Gravitational Waves in General Relativity
But of course, gravitational waves don’t actually work the way I just described. Gravity is not a force, it’s a distortion in the way we measure distance. So how do gravitational waves work in this context? Well, in some sense, I already told you. Gravity is a distortion of how we measure distance. So a gravitational wave is a distortion in how we measure distance that travels.
Of course, there are some caveats, most of which I won’t get into. The most important caveat is how the distance distorts. Distances don’t just grow and shrink evenly in every direction. They grow in one direction and shrink in another. For example, if you took a circular ring of particles, I’m a fan of marbles, floating in outer space, and a gravitational wave passed by, you’d observe them distort into one ellipse and then another, as shown in figure 3. And this happens because the distances between the particles are changing. (For experts: I’m showing the + polarization. If you rotate by 45 degrees, you get the x polarization.)

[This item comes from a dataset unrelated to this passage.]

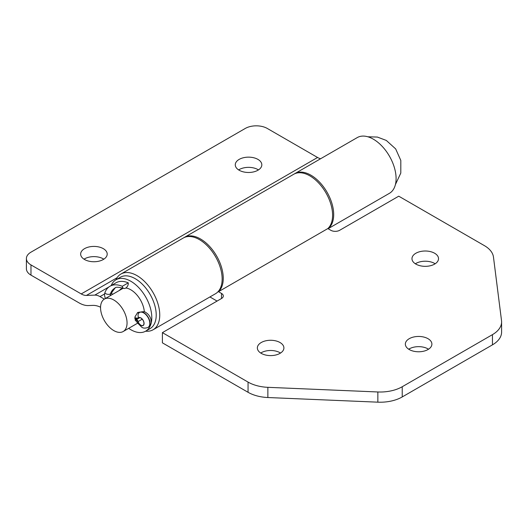 <?xml version="1.0" encoding="UTF-8"?>
<svg xmlns="http://www.w3.org/2000/svg" width="528" height="528" viewBox="0 0 528 528"><rect width="100%" height="100%" fill="white"/><g stroke="black" fill="none" stroke-linecap="round" stroke-linejoin="round"><path stroke-width="0.79" d="M257.935 159.39A13.279 7.663 0 0 0 243.461 157.733A13.279 7.663 0 0 0 235.27 164.815A13.279 7.663 0 0 0 239.158 170.234A13.279 7.663 0 0 0 253.625 171.897A13.279 7.663 0 0 0 261.822 164.815A13.279 7.663 0 0 0 257.935 159.39M258.456 169.917A13.279 7.663 0 0 0 257.935 169.594A13.279 7.663 0 0 0 238.636 169.917M103.316 248.662A13.279 7.663 0 0 0 88.843 246.998A13.279 7.663 0 0 0 80.652 254.08A13.279 7.663 0 0 0 84.539 259.499A13.279 7.663 0 0 0 99.007 261.162A13.279 7.663 0 0 0 107.204 254.08A13.279 7.663 0 0 0 103.316 248.662M103.838 259.182A13.279 7.663 0 0 0 103.316 258.865A13.279 7.663 0 0 0 84.018 259.182M145.622 331.195A32.175 18.579 -120 0 0 153.087 329.769A32.175 18.579 -120 0 0 158.017 303.983A32.175 18.579 -120 0 0 136.996 275.629A32.175 18.579 -120 0 0 120.912 274.039A32.175 18.579 -120 0 0 115.942 279.794M120.912 274.039L183.308 238.009A32.175 18.579 60 0 1 199.399 239.606A32.175 18.579 60 0 1 220.42 267.96A32.175 18.579 60 0 1 215.483 293.74L153.087 329.769M328.033 228.683A32.175 18.579 -120 0 0 331.67 202.613A32.175 18.579 -120 0 0 310.946 175.204A32.175 18.579 -120 0 0 294.855 173.613A32.175 18.579 -120 0 0 294.314 173.95M328.099 228.723L389.433 193.314A32.175 18.579 -120 0 0 394.363 167.534A32.175 18.579 -120 0 0 373.342 139.181A32.175 18.579 -120 0 0 357.258 137.584L294.855 173.613M104.339 299.119L100.003 296.611A15.616 9.016 -120 0 0 94.802 295.112L86.42 295.436A15.616 9.016 60 0 1 81.226 293.931L30.974 264.917L30.974 275.121L79.015 302.861A28.116 16.229 -120 0 0 88.374 305.56L92.855 305.389A28.116 16.229 60 0 1 100.558 307.217M320.608 158.743A15.616 9.016 60 0 1 317.572 157.483L267.32 128.469A15.616 9.016 0 0 0 245.23 128.469L30.974 252.166A15.616 9.016 0 0 0 26.4 258.542A15.616 9.016 0 0 0 30.974 264.917M30.974 275.121A15.616 9.016 180 0 1 26.4 268.745L26.4 258.542M434.636 253.249A13.279 7.663 0 0 0 420.169 251.592A13.279 7.663 0 0 0 411.972 258.674A13.279 7.663 0 0 0 415.866 264.092A13.279 7.663 0 0 0 430.333 265.756A13.279 7.663 0 0 0 438.524 258.674A13.279 7.663 0 0 0 434.636 253.249M435.158 263.776A13.279 7.663 0 0 0 434.636 263.452A13.279 7.663 0 0 0 415.345 263.776M280.018 342.52A13.279 7.663 0 0 0 265.551 340.857A13.279 7.663 0 0 0 257.354 347.939A13.279 7.663 0 0 0 261.248 353.357A13.279 7.663 0 0 0 275.715 355.021A13.279 7.663 0 0 0 283.906 347.939A13.279 7.663 0 0 0 280.018 342.52M280.54 353.041A13.279 7.663 0 0 0 280.018 352.724A13.279 7.663 0 0 0 260.726 353.041M428.01 338.692A13.279 7.663 0 0 0 413.543 337.036A13.279 7.663 0 0 0 405.346 344.111A13.279 7.663 0 0 0 409.24 349.536A13.279 7.663 0 0 0 423.707 351.193A13.279 7.663 0 0 0 431.897 344.111A13.279 7.663 0 0 0 428.01 338.692M428.531 349.213A13.279 7.663 0 0 0 428.01 348.896A13.279 7.663 0 0 0 408.718 349.213M221.489 293.423A6.25 3.61 180 0 1 223.318 295.97A6.25 3.61 180 0 1 221.489 298.525L221.489 293.423L218.5 291.7A32.175 18.579 -120 0 0 220.928 265.452A32.175 18.579 -120 0 0 200.501 238.966A32.175 18.579 -120 0 0 184.417 237.376A32.175 18.579 -120 0 0 183.869 237.712M184.417 237.376L293.753 174.247A32.175 18.579 60 0 1 309.837 175.844A32.175 18.579 60 0 1 330.264 202.33A32.175 18.579 60 0 1 327.835 228.571L330.825 230.294A6.25 3.61 180 0 0 339.656 230.294L398.746 196.185L484.4 245.639A31.238 18.038 0 0 1 493.469 257.077L501.514 320.575A31.238 18.038 0 0 1 501.6 321.895A31.238 18.038 0 0 1 492.452 334.646L402.23 386.734L402.23 396.937L492.452 344.85L492.452 334.646M218.5 291.7L327.835 228.571M501.6 321.895L501.6 332.099A31.238 18.038 180 0 1 492.452 344.85M402.23 396.937A31.238 18.038 180 0 1 377.857 402.171L377.857 391.974A31.238 18.038 0 0 0 402.23 386.734M267.868 397.525A31.238 18.038 180 0 1 248.054 392.291L248.054 382.087A31.238 18.038 0 0 0 267.868 387.328L267.868 397.525L377.857 402.171M221.489 298.525L162.4 332.633L162.4 342.837L248.054 392.291M209.926 296.947L217.067 301.072M248.054 382.087L162.4 332.633M267.868 387.328L377.857 391.974M119.335 290.459A19.213 11.095 60 0 1 121.209 288.836A19.213 11.095 60 0 1 122.991 288.136M125.816 288.004A19.213 11.095 60 0 1 130.812 289.786A19.213 11.095 60 0 1 144.342 311.896M111.19 285.556A29.674 17.134 60 0 1 115.975 279.774L120.391 277.22A29.674 17.134 60 0 1 135.234 278.692A29.674 17.134 60 0 1 154.618 304.841A29.674 17.134 60 0 1 150.071 328.621L145.649 331.175A29.674 17.134 60 0 1 130.812 329.703A29.674 17.134 60 0 1 128.68 328.343M115.975 279.774A29.674 17.134 60 0 1 130.812 281.246A29.674 17.134 60 0 1 150.203 307.395A29.674 17.134 60 0 1 145.649 331.175M139.062 312.094L139.907 312.246L137.683 312.497L134.983 316.833L135.874 320.628M113.804 330.594A18.744 10.824 60 0 1 101.561 314.081A18.744 10.824 60 0 1 104.432 299.059A18.744 10.824 60 0 1 113.804 299.99A18.744 10.824 60 0 1 126.047 316.503A18.744 10.824 60 0 1 123.176 331.525A18.744 10.824 60 0 1 113.804 330.594M134.792 318.226L136.099 318.978A3.122 1.802 60 0 1 138.085 321.565A4.376 2.528 -120 0 0 140.864 325.175A4.376 2.528 -120 0 0 143.048 325.393A4.376 2.528 -120 0 0 143.722 321.889A4.376 2.528 -120 0 0 140.864 318.034A4.376 2.528 -120 0 0 138.679 317.816A4.376 2.528 -120 0 0 138.085 318.437A3.122 1.802 60 0 1 137.656 318.879A3.122 1.802 60 0 1 136.099 318.727L134.812 317.981M105.442 298.478A7.187 4.145 60 0 1 104.815 292.948A30.406 17.556 60 0 1 110.009 286.235L115.975 282.797A30.406 17.556 60 0 1 128.271 282.85A4.059 2.64 112.8 0 1 125.789 288.017L125.565 288.143A4.059 2.64 112.8 0 1 123.605 288.38C118.49 286.961 115.592 286.869 114.913 288.097A26.341 15.206 -120 0 0 110.411 293.905A3.122 1.802 -120 0 0 110.431 295.601M110.009 286.235A30.406 17.556 60 0 1 122.305 286.295A4.059 2.64 112.8 0 0 123.605 288.38M128.271 282.85L122.305 286.295M100.003 296.611L104.59 293.957M94.802 295.112L108.946 286.942M86.42 295.436L117.051 277.748M81.226 293.931L317.572 157.483M148.137 327.32A8.593 4.957 -120 0 0 148.249 327.261A8.593 4.957 -120 0 0 149.569 320.377A8.593 4.957 -120 0 0 143.959 312.807A8.593 4.957 -120 0 0 139.775 312.319A4.059 3.313 -117.4 0 1 139.887 312.259C142.956 311.447 144.995 311.56 145.985 312.602C148.579 314.246 150.256 316.622 151.001 319.724C150.817 322.344 152.744 323.103 148.249 327.261L148.031 327.386A8.593 4.957 60 0 0 149.345 320.503A8.593 4.957 60 0 0 143.735 312.932A8.593 4.957 60 0 0 139.557 312.444A4.059 3.313 -117.4 0 0 138.659 317.651A11.405 6.58 60 0 1 134.825 317.777M134.792 318.43A11.405 6.58 60 0 1 138.659 323.017A4.528 2.614 -120 0 0 140.864 325.301A4.528 2.614 -120 0 0 144.065 323.453A4.528 2.614 -120 0 0 140.864 317.909A4.528 2.614 -120 0 0 138.659 317.651M139.511 317.612L138.085 318.437M110.656 295.469A3.122 1.802 60 0 1 110.629 293.779A26.341 15.206 60 0 1 115.012 288.037M112.088 294.644L111.745 292.486A4.059 2.963 19.1 0 1 110.629 293.779L110.411 293.905A4.059 2.963 19.1 0 1 104.815 292.948M137.465 312.635A7.339 4.237 -120 0 0 139.557 312.444L139.775 312.319A7.339 4.237 60 0 1 137.676 312.503M142.217 319.176L138.085 321.565M138.659 323.017L138.046 323.44L135.016 319.856M367.818 136.778L377.368 137.062L386.298 140.428L395.663 148.903L400.811 160.42L400.798 173.078L395.413 184.576M104.432 299.059L123.215 288.222M123.176 331.525L137.815 323.07M138.046 323.44L141.702 327.162C143.2 328.35 145.306 328.423 148.031 327.386M139.808 317.638L137.656 318.879M115.13 287.971L111.745 292.486"/></g></svg>

Detecting Gravitational Waves, Part 1
So how would you detect a gravitational wave? Should we arrange a bunch of marbles in space and wait for them to distort? Well, in principle we could do that. But spacetime is very stiff and the distortion in distance from a gravitational wave is quite small, which is why we haven’t detected any gravitational waves yet. To see a distortion large enough that we could see, we’d need a very big ring of marbles.
Fortunately, we have one. An artist’s impression is shown in figure 4. Except our marbles are all neutron stars and our ring is millions of lightyears wide. Basically, each marble is a type of star called a millisecond pulsar, which is a neutron star that’s rotating very fast. For reasons I won’t get into, this makes it emit light (though usually not visible light) in a beam. And as it rotates, we see a pulse as the beam points towards us, like a lighthouse. To measure a distortion in spacetime due to a gravitational wave, we measure how long a pulse takes to reach us over many many pulses. If a pulse comes before or later than it should, that might be a gravitational wave! To see if it is, we need to check with all the pulsars in the “ring” to see if they distorted in the right way and do some fancy math.
This whole scheme is called pulsar timing, which is done with pulsar timing arrays. A pulsar timing array is a collaboration of people who use telescopes, like the one at Arecibo shown in figure 5, that keep track of millisecond pulsars and do statistics to see if they’ve detected a gravitational wave.
Detecting Gravitational Waves, Part 2
Pulsar timing is great and all… but is there a more… direct way we can find gravitational waves? Maybe something we can build on Earth? I’m glad you asked! We don’t really need a ring of particles, right? All we actually need are two very very precise rulers… set up so that we can measure distance growing in one direction and shrinking in another.
Fortunately, light makes an incredibly good ruler. So we can make our rulers out of laser light and compare them to detect a gravitational wave. That’s how the two LIGO detectors and detectors like them work. One of the detectors is shown in figure 6.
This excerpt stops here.